::: DATA TO EXAMINE

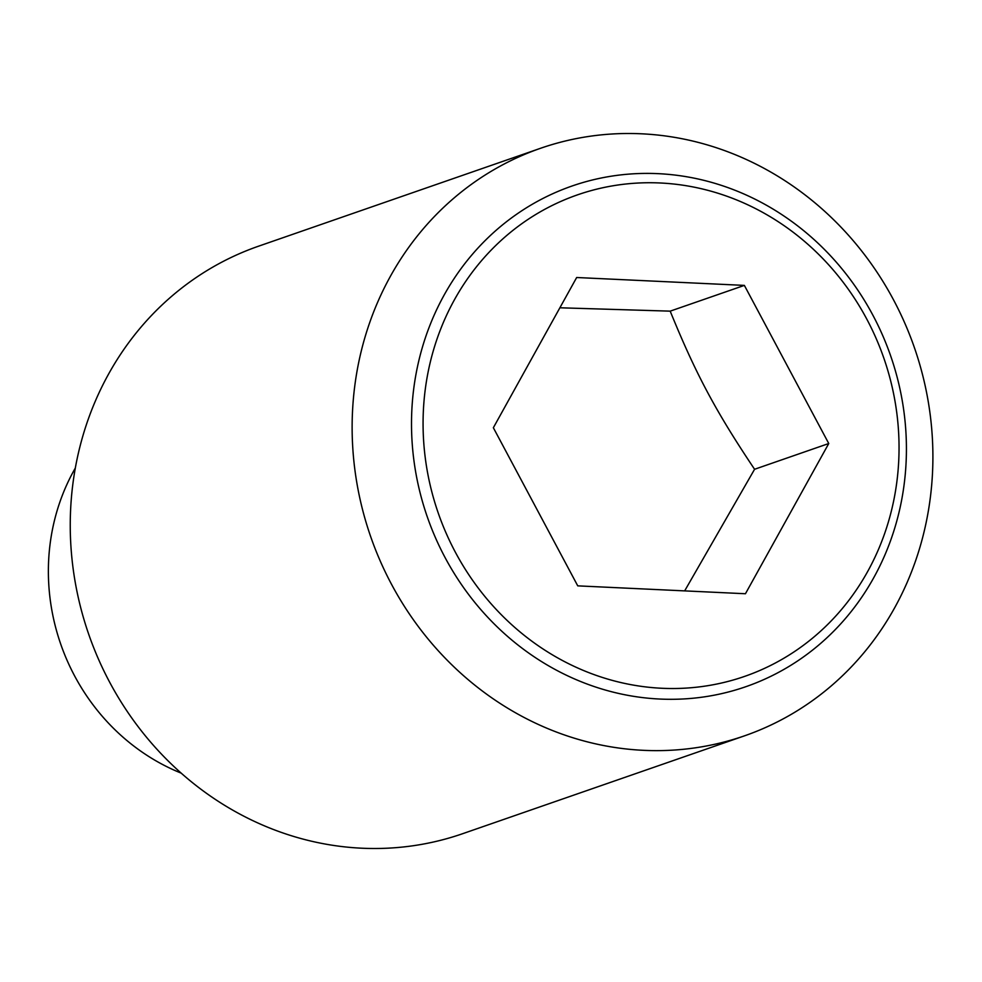 <?xml version="1.0" encoding="UTF-8"?>
<svg xmlns="http://www.w3.org/2000/svg" width="982" height="982" viewBox="0 0 982 982"><rect width="100%" height="100%" fill="white"/><g stroke="black" fill="none" stroke-linecap="round" stroke-linejoin="round"><path stroke-width="1.47" d="M684.663 590.882L754.581 469.273C715.62 411.139 695.772 373.946 670.19 311.147L559.887 307.783M643.591 750.334A310.975 287.812 70.9 0 0 744.516 735.837A310.975 287.812 70.9 0 0 928.15 401.049A310.975 287.812 70.9 0 0 641.442 133.798A310.975 287.812 70.9 0 0 540.517 148.294A310.975 287.812 70.9 0 0 356.883 483.083A310.975 287.812 70.9 0 0 643.591 750.334M658.05 173.654A265.005 245.267 -109.1 0 1 906.423 448.001A265.005 245.267 -109.1 0 1 659.879 699.049A265.005 245.267 -109.1 0 1 411.507 424.715A265.005 245.267 -109.1 0 1 658.05 173.654M540.517 148.294L258.634 246.163A310.975 287.812 70.9 0 0 75 580.951A310.975 287.812 70.9 0 0 361.72 848.202A310.975 287.812 70.9 0 0 462.632 833.706L744.516 735.837M899.046 446.822A254.866 235.876 70.9 0 0 660.174 182.983A254.866 235.876 70.9 0 0 423.07 424.433A254.866 235.876 70.9 0 0 661.942 688.272A254.866 235.876 70.9 0 0 899.046 446.822M75.319 468.058A207.325 191.871 70.9 0 0 181.24 773.153M828.759 443.52L745.448 593.742L577.747 585.861L493.357 427.735L576.667 277.513L744.368 285.394L828.759 443.52L754.581 469.273M670.19 311.147L744.368 285.394"/></g></svg>
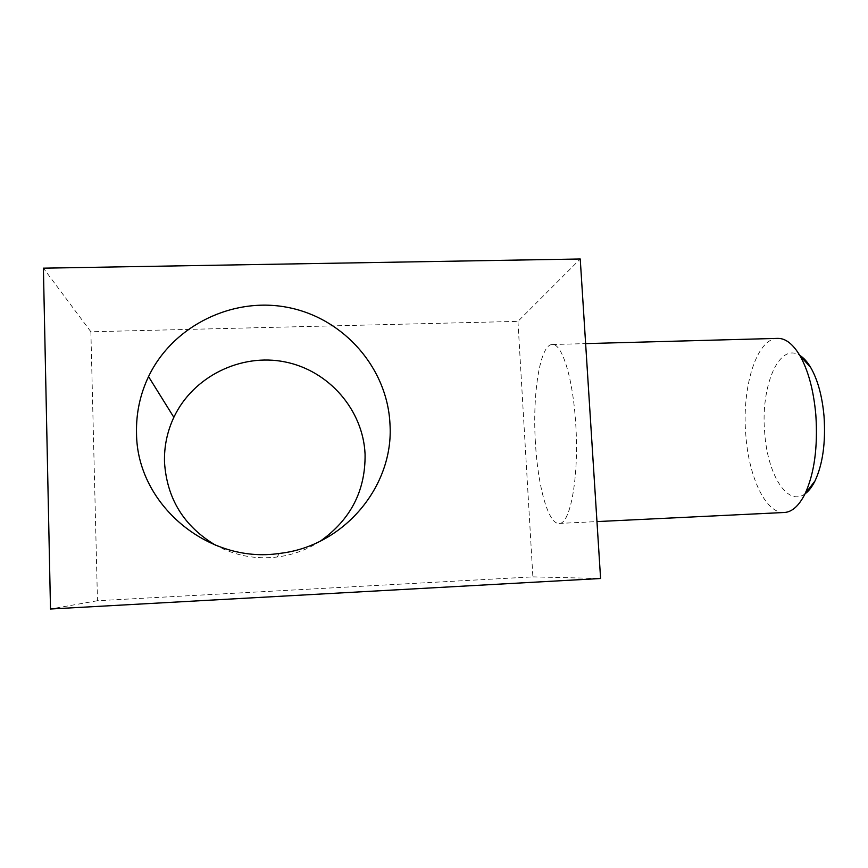 <?xml version="1.0" encoding="UTF-8"?>
<svg xmlns="http://www.w3.org/2000/svg" width="868" height="868" viewBox="0 0 868 868"><rect width="100%" height="100%" fill="white"/><g stroke="black" fill="none" stroke-linecap="round" stroke-linejoin="round"><path stroke-width="0.65" stroke-dasharray="4.34 3.25" d="M535.437 442.995C532.279 394.322 539.896 344.336 552.276 344.52C561.954 343.131 573.032 378.068 575.712 423.714C579.292 476.282 570.33 524.76 559.057 523.437C548.229 524.326 537.802 486.08 535.437 442.995M784.325 512.489C765.609 513.758 748.672 476.814 745.807 434.814C741.717 387.378 756.375 338.433 777.717 338.379M805.07 493.805C787.319 507.227 767.355 474.026 764.708 432.774C760.401 386.846 778.78 341.797 799.829 355.435M320.368 541.122C307.25 549.683 292.852 554.988 277.174 557.017C255.474 559.556 234.978 555.639 215.709 545.288M517.946 321.366L532.876 576.873L97.476 600.732L90.88 331.771L517.946 321.366L580.236 258.989M532.876 576.873L600.591 578.511M97.476 600.732L50.496 609.01M90.88 331.771L43.4 268.169M552.276 344.52L585.629 343.609M277.174 557.017L279.322 553.437M559.057 523.437L596.967 521.592"/><path stroke-width="1.3" d="M585.629 343.609L777.717 338.379C785.475 338.238 792.82 343.891 799.743 355.337C808.206 370.169 813.576 390.025 815.833 414.882C817.949 447.237 814.336 473.581 804.994 493.914C798.961 505.849 792.072 512.044 784.325 512.489L596.967 521.592M799.829 355.435C803.692 357.79 807.316 361.815 810.69 367.5C817.743 379.772 822.191 396.036 824.036 416.282C825.783 442.593 822.777 464.152 814.998 480.959C812.057 486.872 808.748 491.158 805.07 493.805M389.971 423.953C394.191 486.026 343.988 546.406 279.322 553.437C208.146 564.243 136.645 504.416 136.526 433.078C136.07 413.276 140.073 394.452 148.536 376.603C173.133 325.044 233.85 296.107 289.152 307.684C344.542 319.001 387.388 368.499 389.971 423.953M215.709 545.288C183.897 526.355 166.819 498.623 164.497 462.058C164.095 446.402 167.22 431.483 173.85 417.313C193.119 376.343 241.098 352.972 285.019 361.923C329.015 370.658 363.117 410.011 365.07 454.148C365.602 490.583 350.705 519.574 320.368 541.122M580.236 258.989L600.591 578.511L50.496 609.01L43.4 268.169L580.236 258.989M810.69 367.5L799.743 355.337M173.85 417.313L148.536 376.603M814.998 480.959L804.994 493.914"/></g></svg>

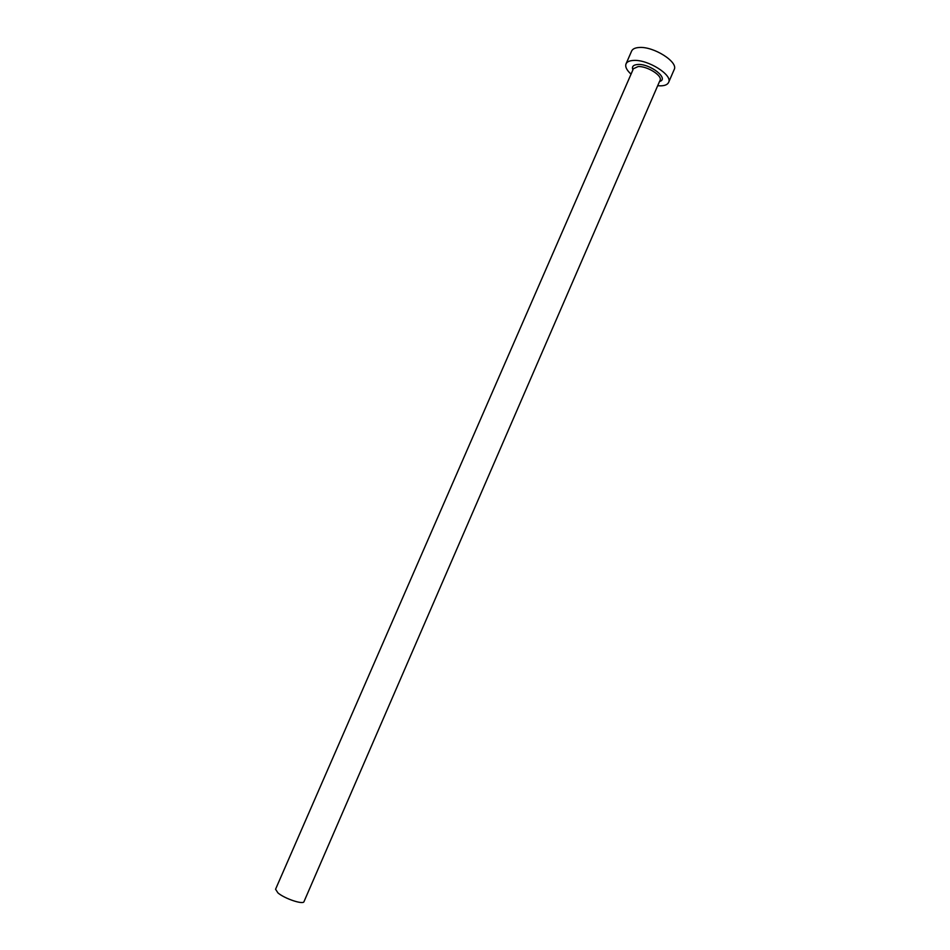<?xml version="1.0" encoding="UTF-8"?>
<svg xmlns="http://www.w3.org/2000/svg" width="950" height="950" viewBox="0 0 950 950"><rect width="100%" height="100%" fill="white"/><g stroke="black" fill="none" stroke-linecap="round" stroke-linejoin="round"><path stroke-width="1.43" d="M659.644 81.213L304 901.621C303.347 904.934 284.679 898.724 277.958 892.917L275.559 889.259L633.021 69.635M657.685 85.737L660.784 85.844C664.976 85.714 667.589 84.562 668.622 82.389C673.004 75.097 647.769 59.221 633.436 60.444C629.458 60.657 626.988 61.797 626.026 63.876C624.993 66.726 626.656 70.146 631.049 74.147M668.622 82.389L674.179 69.564C678.633 62.083 653.469 46.134 639.077 47.5C635.099 47.761 632.605 48.949 631.619 51.062L626.026 63.876M632.89 69.92C631.596 66.654 633.234 64.838 637.783 64.481C650.204 63.507 669.655 78.897 659.514 81.498M660.036 80.299C662.744 75.727 647.057 65.871 638.091 66.583L633.413 68.721"/></g></svg>

::::::

== YOUR OBJECTIVE ==
Set down the records above exactly, leaving out pictures.

== TASK RESULT ==
 <?xml version="1.0" encoding="UTF-8"?>
<svg xmlns="http://www.w3.org/2000/svg" width="982" height="982" viewBox="0 0 982 982"><rect width="100%" height="100%" fill="white"/><g stroke="black" fill="none" stroke-linecap="round" stroke-linejoin="round"><path stroke-width="1.47" d="M684.663 590.882L754.581 469.273C715.62 411.139 695.772 373.946 670.19 311.147L559.887 307.783M643.591 750.334A310.975 287.812 70.9 0 0 744.516 735.837A310.975 287.812 70.9 0 0 928.15 401.049A310.975 287.812 70.9 0 0 641.442 133.798A310.975 287.812 70.9 0 0 540.517 148.294A310.975 287.812 70.9 0 0 356.883 483.083A310.975 287.812 70.9 0 0 643.591 750.334M658.05 173.654A265.005 245.267 -109.1 0 1 906.423 448.001A265.005 245.267 -109.1 0 1 659.879 699.049A265.005 245.267 -109.1 0 1 411.507 424.715A265.005 245.267 -109.1 0 1 658.05 173.654M540.517 148.294L258.634 246.163A310.975 287.812 70.9 0 0 75 580.951A310.975 287.812 70.9 0 0 361.72 848.202A310.975 287.812 70.9 0 0 462.632 833.706L744.516 735.837M899.046 446.822A254.866 235.876 70.9 0 0 660.174 182.983A254.866 235.876 70.9 0 0 423.07 424.433A254.866 235.876 70.9 0 0 661.942 688.272A254.866 235.876 70.9 0 0 899.046 446.822M75.319 468.058A207.325 191.871 70.9 0 0 181.24 773.153M828.759 443.52L745.448 593.742L577.747 585.861L493.357 427.735L576.667 277.513L744.368 285.394L828.759 443.52L754.581 469.273M670.19 311.147L744.368 285.394"/></g></svg>
 <?xml version="1.0" encoding="UTF-8"?>
<svg xmlns="http://www.w3.org/2000/svg" width="868" height="868" viewBox="0 0 868 868"><rect width="100%" height="100%" fill="white"/><g stroke="black" fill="none" stroke-linecap="round" stroke-linejoin="round"><path stroke-width="0.65" stroke-dasharray="4.34 3.25" d="M535.437 442.995C532.279 394.322 539.896 344.336 552.276 344.52C561.954 343.131 573.032 378.068 575.712 423.714C579.292 476.282 570.33 524.76 559.057 523.437C548.229 524.326 537.802 486.08 535.437 442.995M784.325 512.489C765.609 513.758 748.672 476.814 745.807 434.814C741.717 387.378 756.375 338.433 777.717 338.379M805.07 493.805C787.319 507.227 767.355 474.026 764.708 432.774C760.401 386.846 778.78 341.797 799.829 355.435M320.368 541.122C307.25 549.683 292.852 554.988 277.174 557.017C255.474 559.556 234.978 555.639 215.709 545.288M517.946 321.366L532.876 576.873L97.476 600.732L90.88 331.771L517.946 321.366L580.236 258.989M532.876 576.873L600.591 578.511M97.476 600.732L50.496 609.01M90.88 331.771L43.4 268.169M552.276 344.52L585.629 343.609M277.174 557.017L279.322 553.437M559.057 523.437L596.967 521.592"/><path stroke-width="1.3" d="M585.629 343.609L777.717 338.379C785.475 338.238 792.82 343.891 799.743 355.337C808.206 370.169 813.576 390.025 815.833 414.882C817.949 447.237 814.336 473.581 804.994 493.914C798.961 505.849 792.072 512.044 784.325 512.489L596.967 521.592M799.829 355.435C803.692 357.79 807.316 361.815 810.69 367.5C817.743 379.772 822.191 396.036 824.036 416.282C825.783 442.593 822.777 464.152 814.998 480.959C812.057 486.872 808.748 491.158 805.07 493.805M389.971 423.953C394.191 486.026 343.988 546.406 279.322 553.437C208.146 564.243 136.645 504.416 136.526 433.078C136.07 413.276 140.073 394.452 148.536 376.603C173.133 325.044 233.85 296.107 289.152 307.684C344.542 319.001 387.388 368.499 389.971 423.953M215.709 545.288C183.897 526.355 166.819 498.623 164.497 462.058C164.095 446.402 167.22 431.483 173.85 417.313C193.119 376.343 241.098 352.972 285.019 361.923C329.015 370.658 363.117 410.011 365.07 454.148C365.602 490.583 350.705 519.574 320.368 541.122M580.236 258.989L600.591 578.511L50.496 609.01L43.4 268.169L580.236 258.989M810.69 367.5L799.743 355.337M173.85 417.313L148.536 376.603M814.998 480.959L804.994 493.914"/></g></svg>

<?xml version="1.0" encoding="UTF-8"?>
<svg xmlns="http://www.w3.org/2000/svg" width="950" height="950" viewBox="0 0 950 950"><rect width="100%" height="100%" fill="white"/><g stroke="black" fill="none" stroke-linecap="round" stroke-linejoin="round"><path stroke-width="1.43" d="M659.644 81.213L304 901.621C303.347 904.934 284.679 898.724 277.958 892.917L275.559 889.259L633.021 69.635M657.685 85.737L660.784 85.844C664.976 85.714 667.589 84.562 668.622 82.389C673.004 75.097 647.769 59.221 633.436 60.444C629.458 60.657 626.988 61.797 626.026 63.876C624.993 66.726 626.656 70.146 631.049 74.147M668.622 82.389L674.179 69.564C678.633 62.083 653.469 46.134 639.077 47.5C635.099 47.761 632.605 48.949 631.619 51.062L626.026 63.876M632.89 69.92C631.596 66.654 633.234 64.838 637.783 64.481C650.204 63.507 669.655 78.897 659.514 81.498M660.036 80.299C662.744 75.727 647.057 65.871 638.091 66.583L633.413 68.721"/></g></svg>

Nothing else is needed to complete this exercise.